Solved – analysing cross-entropy vs epochs curve

classificationconfusion matrixcross entropyloss-functionsMATLAB

I am training a binary classification neural network model using matlab the graph that I got using 20 neurons in hidden layer is given below.
the confusion matrix and graph between cross entropy vs epochs.

to prevent overfitting in a model the training curve in a loss graph should be similar to the validation curve.

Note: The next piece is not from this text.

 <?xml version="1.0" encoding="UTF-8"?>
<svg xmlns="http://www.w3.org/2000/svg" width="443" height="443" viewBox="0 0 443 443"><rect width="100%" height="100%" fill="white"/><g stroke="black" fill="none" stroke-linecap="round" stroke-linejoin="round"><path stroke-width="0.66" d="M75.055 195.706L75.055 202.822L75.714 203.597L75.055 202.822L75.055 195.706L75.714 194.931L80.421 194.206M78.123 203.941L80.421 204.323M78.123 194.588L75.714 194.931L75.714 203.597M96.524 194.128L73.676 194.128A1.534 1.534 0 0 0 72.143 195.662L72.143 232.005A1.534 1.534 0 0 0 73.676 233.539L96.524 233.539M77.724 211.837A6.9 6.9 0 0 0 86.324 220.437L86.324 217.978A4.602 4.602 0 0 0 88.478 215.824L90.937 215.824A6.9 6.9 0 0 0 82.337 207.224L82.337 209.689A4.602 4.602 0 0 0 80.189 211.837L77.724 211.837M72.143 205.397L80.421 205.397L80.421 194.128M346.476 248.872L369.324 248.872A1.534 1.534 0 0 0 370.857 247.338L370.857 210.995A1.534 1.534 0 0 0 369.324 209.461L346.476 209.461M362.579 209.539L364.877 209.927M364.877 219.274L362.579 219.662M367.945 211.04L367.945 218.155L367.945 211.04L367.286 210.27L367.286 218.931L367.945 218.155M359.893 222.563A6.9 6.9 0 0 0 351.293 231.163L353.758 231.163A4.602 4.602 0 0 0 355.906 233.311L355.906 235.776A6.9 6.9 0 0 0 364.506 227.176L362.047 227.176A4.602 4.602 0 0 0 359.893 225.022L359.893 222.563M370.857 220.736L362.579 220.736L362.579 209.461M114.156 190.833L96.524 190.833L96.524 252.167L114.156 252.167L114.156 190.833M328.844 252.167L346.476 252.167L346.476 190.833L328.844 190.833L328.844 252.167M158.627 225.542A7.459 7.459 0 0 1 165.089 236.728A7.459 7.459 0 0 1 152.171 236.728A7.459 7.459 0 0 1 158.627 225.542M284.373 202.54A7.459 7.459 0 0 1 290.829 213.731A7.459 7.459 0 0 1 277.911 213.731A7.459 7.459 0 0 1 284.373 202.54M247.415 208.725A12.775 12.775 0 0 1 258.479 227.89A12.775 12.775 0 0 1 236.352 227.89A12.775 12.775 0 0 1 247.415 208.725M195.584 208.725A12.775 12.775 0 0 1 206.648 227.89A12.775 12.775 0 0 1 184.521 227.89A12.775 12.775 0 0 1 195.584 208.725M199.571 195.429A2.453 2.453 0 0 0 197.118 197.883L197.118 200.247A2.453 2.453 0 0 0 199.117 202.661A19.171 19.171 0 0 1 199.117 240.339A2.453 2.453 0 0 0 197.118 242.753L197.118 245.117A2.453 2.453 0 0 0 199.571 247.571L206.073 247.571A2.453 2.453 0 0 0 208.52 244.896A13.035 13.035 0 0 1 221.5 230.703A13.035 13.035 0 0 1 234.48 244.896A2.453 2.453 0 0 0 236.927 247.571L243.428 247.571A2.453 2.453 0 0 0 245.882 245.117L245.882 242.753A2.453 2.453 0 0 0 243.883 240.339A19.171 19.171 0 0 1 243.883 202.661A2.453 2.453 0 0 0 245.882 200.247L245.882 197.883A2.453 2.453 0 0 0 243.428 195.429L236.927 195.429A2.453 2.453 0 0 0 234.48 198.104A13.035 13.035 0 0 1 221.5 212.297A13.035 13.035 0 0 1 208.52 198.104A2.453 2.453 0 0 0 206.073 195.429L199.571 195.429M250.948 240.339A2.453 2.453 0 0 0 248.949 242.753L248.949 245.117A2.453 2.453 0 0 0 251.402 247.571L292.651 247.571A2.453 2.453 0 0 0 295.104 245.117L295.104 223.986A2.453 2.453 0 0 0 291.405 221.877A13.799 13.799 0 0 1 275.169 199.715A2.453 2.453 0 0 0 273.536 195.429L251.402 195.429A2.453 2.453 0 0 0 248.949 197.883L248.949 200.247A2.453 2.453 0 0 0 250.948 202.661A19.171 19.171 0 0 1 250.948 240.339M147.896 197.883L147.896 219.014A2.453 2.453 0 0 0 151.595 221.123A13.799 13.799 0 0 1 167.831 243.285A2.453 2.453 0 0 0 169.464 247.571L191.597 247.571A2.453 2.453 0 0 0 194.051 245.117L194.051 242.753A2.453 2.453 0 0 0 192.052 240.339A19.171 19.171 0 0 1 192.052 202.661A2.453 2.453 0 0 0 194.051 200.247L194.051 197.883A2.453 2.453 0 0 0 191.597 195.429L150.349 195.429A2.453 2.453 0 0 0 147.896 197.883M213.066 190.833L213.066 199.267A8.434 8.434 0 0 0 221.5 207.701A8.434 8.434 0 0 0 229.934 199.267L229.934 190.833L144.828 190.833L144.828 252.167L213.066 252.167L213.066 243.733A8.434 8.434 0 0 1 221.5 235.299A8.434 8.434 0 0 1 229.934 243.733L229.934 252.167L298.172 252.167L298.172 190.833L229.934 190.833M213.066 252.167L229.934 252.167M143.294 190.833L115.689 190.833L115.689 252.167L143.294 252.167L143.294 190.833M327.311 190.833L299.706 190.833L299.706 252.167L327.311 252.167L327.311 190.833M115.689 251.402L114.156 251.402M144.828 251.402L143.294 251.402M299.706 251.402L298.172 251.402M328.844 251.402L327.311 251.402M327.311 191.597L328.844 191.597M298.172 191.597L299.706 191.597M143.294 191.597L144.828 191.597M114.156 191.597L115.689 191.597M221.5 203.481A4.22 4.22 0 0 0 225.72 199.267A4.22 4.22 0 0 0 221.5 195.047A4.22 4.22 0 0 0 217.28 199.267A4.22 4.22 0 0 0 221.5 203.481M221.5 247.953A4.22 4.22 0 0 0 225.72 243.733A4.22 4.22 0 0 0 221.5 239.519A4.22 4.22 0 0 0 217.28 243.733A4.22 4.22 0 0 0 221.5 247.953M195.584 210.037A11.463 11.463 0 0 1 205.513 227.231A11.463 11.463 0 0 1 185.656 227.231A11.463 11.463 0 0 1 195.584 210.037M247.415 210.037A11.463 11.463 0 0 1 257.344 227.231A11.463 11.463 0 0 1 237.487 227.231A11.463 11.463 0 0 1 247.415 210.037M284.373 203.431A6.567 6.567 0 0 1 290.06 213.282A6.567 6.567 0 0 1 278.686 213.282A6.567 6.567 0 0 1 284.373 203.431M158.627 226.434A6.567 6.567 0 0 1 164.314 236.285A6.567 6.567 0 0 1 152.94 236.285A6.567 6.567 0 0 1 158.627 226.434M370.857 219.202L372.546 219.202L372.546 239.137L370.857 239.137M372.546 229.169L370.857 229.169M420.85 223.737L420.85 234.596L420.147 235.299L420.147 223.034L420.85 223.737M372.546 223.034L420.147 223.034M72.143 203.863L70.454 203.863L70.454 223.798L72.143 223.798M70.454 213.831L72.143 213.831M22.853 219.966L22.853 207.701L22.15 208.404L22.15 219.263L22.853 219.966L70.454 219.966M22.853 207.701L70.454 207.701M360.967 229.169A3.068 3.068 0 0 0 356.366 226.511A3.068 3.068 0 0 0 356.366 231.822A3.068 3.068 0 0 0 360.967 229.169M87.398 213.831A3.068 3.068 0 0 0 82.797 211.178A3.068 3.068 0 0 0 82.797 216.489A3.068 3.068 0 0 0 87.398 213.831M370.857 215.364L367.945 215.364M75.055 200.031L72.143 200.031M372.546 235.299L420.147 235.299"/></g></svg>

but in the current situation the third graph shows curve where validation curve is similar to training although the overall accuracy is low as compared to the curve where the two curve diverges in the above plot.

WHy this is happening and what I am doing wrong in understanding these curves?
20 neurons

confusin
cross
confusion

Best Answer

The thing is that you do not want them to be as close as possible. Also you do not want them to be far apart also. Basically you are not doing anything wrong. You want something in middle and to find that sweet middle ground is more matter of art rather than strict definition. Basically, if validation loss is too close to training loss your model is too general. He did not grab the details hidden in your data. That is your second example. The model was very general and did learn less then it could from your data. You can make it better by overfitting a bit more.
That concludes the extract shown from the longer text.